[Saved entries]
= = = = =
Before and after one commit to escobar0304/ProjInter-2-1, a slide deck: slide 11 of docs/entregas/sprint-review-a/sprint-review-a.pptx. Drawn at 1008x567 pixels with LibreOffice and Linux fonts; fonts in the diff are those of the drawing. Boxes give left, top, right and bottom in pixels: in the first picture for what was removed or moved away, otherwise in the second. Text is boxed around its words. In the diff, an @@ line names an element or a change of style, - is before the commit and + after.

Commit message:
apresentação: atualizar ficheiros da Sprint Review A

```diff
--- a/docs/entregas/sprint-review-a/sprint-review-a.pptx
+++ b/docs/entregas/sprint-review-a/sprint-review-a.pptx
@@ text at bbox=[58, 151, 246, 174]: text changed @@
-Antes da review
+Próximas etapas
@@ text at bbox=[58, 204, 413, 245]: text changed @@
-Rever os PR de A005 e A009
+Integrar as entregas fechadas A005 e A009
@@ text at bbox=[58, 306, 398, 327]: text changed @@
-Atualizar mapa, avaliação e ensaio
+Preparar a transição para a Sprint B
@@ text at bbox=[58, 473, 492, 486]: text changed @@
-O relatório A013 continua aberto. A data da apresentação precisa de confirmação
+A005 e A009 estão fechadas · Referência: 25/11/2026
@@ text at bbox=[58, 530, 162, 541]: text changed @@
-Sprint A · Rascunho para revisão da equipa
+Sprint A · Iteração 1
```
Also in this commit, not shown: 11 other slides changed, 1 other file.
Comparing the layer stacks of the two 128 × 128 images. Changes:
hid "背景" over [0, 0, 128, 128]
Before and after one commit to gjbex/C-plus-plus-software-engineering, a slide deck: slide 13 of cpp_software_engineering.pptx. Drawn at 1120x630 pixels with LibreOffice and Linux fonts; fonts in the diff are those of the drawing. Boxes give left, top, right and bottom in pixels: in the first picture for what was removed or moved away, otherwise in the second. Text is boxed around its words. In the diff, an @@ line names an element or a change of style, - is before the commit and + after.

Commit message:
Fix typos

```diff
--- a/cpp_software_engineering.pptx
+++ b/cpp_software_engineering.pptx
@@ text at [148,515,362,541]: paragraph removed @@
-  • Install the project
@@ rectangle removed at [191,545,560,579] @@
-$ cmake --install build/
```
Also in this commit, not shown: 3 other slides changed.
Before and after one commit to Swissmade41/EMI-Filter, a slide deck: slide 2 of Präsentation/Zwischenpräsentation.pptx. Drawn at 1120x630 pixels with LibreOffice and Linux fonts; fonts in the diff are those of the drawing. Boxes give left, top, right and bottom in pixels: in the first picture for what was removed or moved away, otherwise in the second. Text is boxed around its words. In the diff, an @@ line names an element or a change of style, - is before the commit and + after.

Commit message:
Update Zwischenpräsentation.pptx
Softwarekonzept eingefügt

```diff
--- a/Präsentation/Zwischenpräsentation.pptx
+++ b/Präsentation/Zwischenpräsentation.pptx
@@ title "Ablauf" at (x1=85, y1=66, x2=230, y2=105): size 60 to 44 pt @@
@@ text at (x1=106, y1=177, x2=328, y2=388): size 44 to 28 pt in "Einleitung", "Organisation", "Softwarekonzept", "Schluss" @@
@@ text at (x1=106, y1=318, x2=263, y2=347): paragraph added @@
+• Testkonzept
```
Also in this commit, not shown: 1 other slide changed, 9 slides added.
= = = = =
## YOUR TASK
What you should produce is an exact copy of the records above.

## RESPONSE TO THIS TASK
Before and after one commit to escobar0304/ProjInter-2-1, a slide deck: slide 11 of docs/entregas/sprint-review-a/sprint-review-a.pptx. Drawn at 1008x567 pixels with LibreOffice and Linux fonts; fonts in the diff are those of the drawing. Boxes give left, top, right and bottom in pixels: in the first picture for what was removed or moved away, otherwise in the second. Text is boxed around its words. In the diff, an @@ line names an element or a change of style, - is before the commit and + after.

Commit message:
apresentação: atualizar ficheiros da Sprint Review A

```diff
--- a/docs/entregas/sprint-review-a/sprint-review-a.pptx
+++ b/docs/entregas/sprint-review-a/sprint-review-a.pptx
@@ text at bbox=[58, 151, 246, 174]: text changed @@
-Antes da review
+Próximas etapas
@@ text at bbox=[58, 204, 413, 245]: text changed @@
-Rever os PR de A005 e A009
+Integrar as entregas fechadas A005 e A009
@@ text at bbox=[58, 306, 398, 327]: text changed @@
-Atualizar mapa, avaliação e ensaio
+Preparar a transição para a Sprint B
@@ text at bbox=[58, 473, 492, 486]: text changed @@
-O relatório A013 continua aberto. A data da apresentação precisa de confirmação
+A005 e A009 estão fechadas · Referência: 25/11/2026
@@ text at bbox=[58, 530, 162, 541]: text changed @@
-Sprint A · Rascunho para revisão da equipa
+Sprint A · Iteração 1
```
Also in this commit, not shown: 11 other slides changed, 1 other file.
Comparing the layer stacks of the two 128 × 128 images. Changes:
hid "背景" over [0, 0, 128, 128]
Before and after one commit to gjbex/C-plus-plus-software-engineering, a slide deck: slide 13 of cpp_software_engineering.pptx. Drawn at 1120x630 pixels with LibreOffice and Linux fonts; fonts in the diff are those of the drawing. Boxes give left, top, right and bottom in pixels: in the first picture for what was removed or moved away, otherwise in the second. Text is boxed around its words. In the diff, an @@ line names an element or a change of style, - is before the commit and + after.

Commit message:
Fix typos

```diff
--- a/cpp_software_engineering.pptx
+++ b/cpp_software_engineering.pptx
@@ text at [148,515,362,541]: paragraph removed @@
-  • Install the project
@@ rectangle removed at [191,545,560,579] @@
-$ cmake --install build/
```
Also in this commit, not shown: 3 other slides changed.
Before and after one commit to Swissmade41/EMI-Filter, a slide deck: slide 2 of Präsentation/Zwischenpräsentation.pptx. Drawn at 1120x630 pixels with LibreOffice and Linux fonts; fonts in the diff are those of the drawing. Boxes give left, top, right and bottom in pixels: in the first picture for what was removed or moved away, otherwise in the second. Text is boxed around its words. In the diff, an @@ line names an element or a change of style, - is before the commit and + after.

Commit message:
Update Zwischenpräsentation.pptx
Softwarekonzept eingefügt

```diff
--- a/Präsentation/Zwischenpräsentation.pptx
+++ b/Präsentation/Zwischenpräsentation.pptx
@@ title "Ablauf" at (x1=85, y1=66, x2=230, y2=105): size 60 to 44 pt @@
@@ text at (x1=106, y1=177, x2=328, y2=388): size 44 to 28 pt in "Einleitung", "Organisation", "Softwarekonzept", "Schluss" @@
@@ text at (x1=106, y1=318, x2=263, y2=347): paragraph added @@
+• Testkonzept
```
Also in this commit, not shown: 1 other slide changed, 9 slides added.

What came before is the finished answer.